◆ **PROBLEM TO WORK ON**
An exact copy of the listing is required.

PROVIDED INFORMATION section start

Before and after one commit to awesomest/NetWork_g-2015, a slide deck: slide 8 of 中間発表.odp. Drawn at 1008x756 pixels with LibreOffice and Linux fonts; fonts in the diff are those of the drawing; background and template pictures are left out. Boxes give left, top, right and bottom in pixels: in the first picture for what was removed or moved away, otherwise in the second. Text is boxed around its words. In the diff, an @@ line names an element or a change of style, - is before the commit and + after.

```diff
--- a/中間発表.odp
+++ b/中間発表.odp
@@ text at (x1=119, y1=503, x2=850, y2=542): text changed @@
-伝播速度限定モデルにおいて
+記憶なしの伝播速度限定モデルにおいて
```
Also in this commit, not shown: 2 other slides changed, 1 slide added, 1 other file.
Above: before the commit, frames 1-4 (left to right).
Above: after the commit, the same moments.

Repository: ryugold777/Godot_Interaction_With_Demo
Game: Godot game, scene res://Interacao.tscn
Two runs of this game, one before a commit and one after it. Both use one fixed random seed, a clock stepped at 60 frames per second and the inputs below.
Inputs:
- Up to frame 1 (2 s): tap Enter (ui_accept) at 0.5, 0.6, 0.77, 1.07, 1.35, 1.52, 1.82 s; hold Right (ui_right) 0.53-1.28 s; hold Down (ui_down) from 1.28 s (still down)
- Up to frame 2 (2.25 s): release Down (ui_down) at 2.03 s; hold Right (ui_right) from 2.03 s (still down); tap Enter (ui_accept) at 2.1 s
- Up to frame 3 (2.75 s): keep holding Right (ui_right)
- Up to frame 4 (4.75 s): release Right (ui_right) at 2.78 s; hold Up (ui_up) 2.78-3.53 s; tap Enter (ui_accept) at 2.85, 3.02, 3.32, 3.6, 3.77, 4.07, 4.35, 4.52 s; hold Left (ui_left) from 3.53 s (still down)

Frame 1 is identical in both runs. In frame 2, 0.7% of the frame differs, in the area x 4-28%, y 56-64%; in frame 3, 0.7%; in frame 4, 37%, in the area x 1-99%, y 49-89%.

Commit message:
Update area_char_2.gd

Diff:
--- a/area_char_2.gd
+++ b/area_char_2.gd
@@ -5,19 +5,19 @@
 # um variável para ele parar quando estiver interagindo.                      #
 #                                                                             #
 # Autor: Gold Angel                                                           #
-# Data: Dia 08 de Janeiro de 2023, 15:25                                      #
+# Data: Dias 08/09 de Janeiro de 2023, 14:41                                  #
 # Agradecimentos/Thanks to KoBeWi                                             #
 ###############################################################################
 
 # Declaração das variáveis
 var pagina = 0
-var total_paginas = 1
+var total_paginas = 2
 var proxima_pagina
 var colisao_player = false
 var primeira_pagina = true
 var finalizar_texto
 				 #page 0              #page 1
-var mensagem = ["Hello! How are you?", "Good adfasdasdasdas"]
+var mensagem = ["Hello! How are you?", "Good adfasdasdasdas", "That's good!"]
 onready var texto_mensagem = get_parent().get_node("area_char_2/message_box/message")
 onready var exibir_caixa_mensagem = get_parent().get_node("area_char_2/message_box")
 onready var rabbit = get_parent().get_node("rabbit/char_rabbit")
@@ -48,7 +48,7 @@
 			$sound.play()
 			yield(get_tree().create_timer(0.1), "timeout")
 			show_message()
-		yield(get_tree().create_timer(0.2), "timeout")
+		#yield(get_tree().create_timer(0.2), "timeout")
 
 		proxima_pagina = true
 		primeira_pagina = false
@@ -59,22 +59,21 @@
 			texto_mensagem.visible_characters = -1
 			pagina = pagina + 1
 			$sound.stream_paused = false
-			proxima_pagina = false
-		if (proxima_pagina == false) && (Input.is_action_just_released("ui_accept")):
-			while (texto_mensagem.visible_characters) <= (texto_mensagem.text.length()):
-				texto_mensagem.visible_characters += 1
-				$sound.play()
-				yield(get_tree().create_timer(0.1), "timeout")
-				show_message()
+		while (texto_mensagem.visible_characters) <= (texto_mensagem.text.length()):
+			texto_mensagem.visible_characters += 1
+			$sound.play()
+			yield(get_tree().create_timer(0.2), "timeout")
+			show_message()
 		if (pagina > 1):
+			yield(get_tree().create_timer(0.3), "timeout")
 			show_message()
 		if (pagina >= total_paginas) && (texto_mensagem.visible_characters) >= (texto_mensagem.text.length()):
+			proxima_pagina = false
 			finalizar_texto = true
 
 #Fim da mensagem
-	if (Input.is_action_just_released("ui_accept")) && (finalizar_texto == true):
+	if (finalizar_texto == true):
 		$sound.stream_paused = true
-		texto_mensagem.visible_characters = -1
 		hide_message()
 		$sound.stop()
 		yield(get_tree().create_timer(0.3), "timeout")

PROVIDED INFORMATION section end

◆ **REPLY**
Before and after one commit to awesomest/NetWork_g-2015, a slide deck: slide 8 of 中間発表.odp. Drawn at 1008x756 pixels with LibreOffice and Linux fonts; fonts in the diff are those of the drawing; background and template pictures are left out. Boxes give left, top, right and bottom in pixels: in the first picture for what was removed or moved away, otherwise in the second. Text is boxed around its words. In the diff, an @@ line names an element or a change of style, - is before the commit and + after.

```diff
--- a/中間発表.odp
+++ b/中間発表.odp
@@ text at (x1=119, y1=503, x2=850, y2=542): text changed @@
-伝播速度限定モデルにおいて
+記憶なしの伝播速度限定モデルにおいて
```
Also in this commit, not shown: 2 other slides changed, 1 slide added, 1 other file.
Above: before the commit, frames 1-4 (left to right).
Above: after the commit, the same moments.

Repository: ryugold777/Godot_Interaction_With_Demo
Game: Godot game, scene res://Interacao.tscn
Two runs of this game, one before a commit and one after it. Both use one fixed random seed, a clock stepped at 60 frames per second and the inputs below.
Inputs:
- Up to frame 1 (2 s): tap Enter (ui_accept) at 0.5, 0.6, 0.77, 1.07, 1.35, 1.52, 1.82 s; hold Right (ui_right) 0.53-1.28 s; hold Down (ui_down) from 1.28 s (still down)
- Up to frame 2 (2.25 s): release Down (ui_down) at 2.03 s; hold Right (ui_right) from 2.03 s (still down); tap Enter (ui_accept) at 2.1 s
- Up to frame 3 (2.75 s): keep holding Right (ui_right)
- Up to frame 4 (4.75 s): release Right (ui_right) at 2.78 s; hold Up (ui_up) 2.78-3.53 s; tap Enter (ui_accept) at 2.85, 3.02, 3.32, 3.6, 3.77, 4.07, 4.35, 4.52 s; hold Left (ui_left) from 3.53 s (still down)

Frame 1 is identical in both runs. In frame 2, 0.7% of the frame differs, in the area x 4-28%, y 56-64%; in frame 3, 0.7%; in frame 4, 37%, in the area x 1-99%, y 49-89%.

Commit message:
Update area_char_2.gd

Diff:
--- a/area_char_2.gd
+++ b/area_char_2.gd
@@ -5,19 +5,19 @@
 # um variável para ele parar quando estiver interagindo.                      #
 #                                                                             #
 # Autor: Gold Angel                                                           #
-# Data: Dia 08 de Janeiro de 2023, 15:25                                      #
+# Data: Dias 08/09 de Janeiro de 2023, 14:41                                  #
 # Agradecimentos/Thanks to KoBeWi                                             #
 ###############################################################################
 
 # Declaração das variáveis
 var pagina = 0
-var total_paginas = 1
+var total_paginas = 2
 var proxima_pagina
 var colisao_player = false
 var primeira_pagina = true
 var finalizar_texto
 				 #page 0              #page 1
-var mensagem = ["Hello! How are you?", "Good adfasdasdasdas"]
+var mensagem = ["Hello! How are you?", "Good adfasdasdasdas", "That's good!"]
 onready var texto_mensagem = get_parent().get_node("area_char_2/message_box/message")
 onready var exibir_caixa_mensagem = get_parent().get_node("area_char_2/message_box")
 onready var rabbit = get_parent().get_node("rabbit/char_rabbit")
@@ -48,7 +48,7 @@
 			$sound.play()
 			yield(get_tree().create_timer(0.1), "timeout")
 			show_message()
-		yield(get_tree().create_timer(0.2), "timeout")
+		#yield(get_tree().create_timer(0.2), "timeout")
 
 		proxima_pagina = true
 		primeira_pagina = false
@@ -59,22 +59,21 @@
 			texto_mensagem.visible_characters = -1
 			pagina = pagina + 1
 			$sound.stream_paused = false
-			proxima_pagina = false
-		if (proxima_pagina == false) && (Input.is_action_just_released("ui_accept")):
-			while (texto_mensagem.visible_characters) <= (texto_mensagem.text.length()):
-				texto_mensagem.visible_characters += 1
-				$sound.play()
-				yield(get_tree().create_timer(0.1), "timeout")
-				show_message()
+		while (texto_mensagem.visible_characters) <= (texto_mensagem.text.length()):
+			texto_mensagem.visible_characters += 1
+			$sound.play()
+			yield(get_tree().create_timer(0.2), "timeout")
+			show_message()
 		if (pagina > 1):
+			yield(get_tree().create_timer(0.3), "timeout")
 			show_message()
 		if (pagina >= total_paginas) && (texto_mensagem.visible_characters) >= (texto_mensagem.text.length()):
+			proxima_pagina = false
 			finalizar_texto = true
 
 #Fim da mensagem
-	if (Input.is_action_just_released("ui_accept")) && (finalizar_texto == true):
+	if (finalizar_texto == true):
 		$sound.stream_paused = true
-		texto_mensagem.visible_characters = -1
 		hide_message()
 		$sound.stop()
 		yield(get_tree().create_timer(0.3), "timeout")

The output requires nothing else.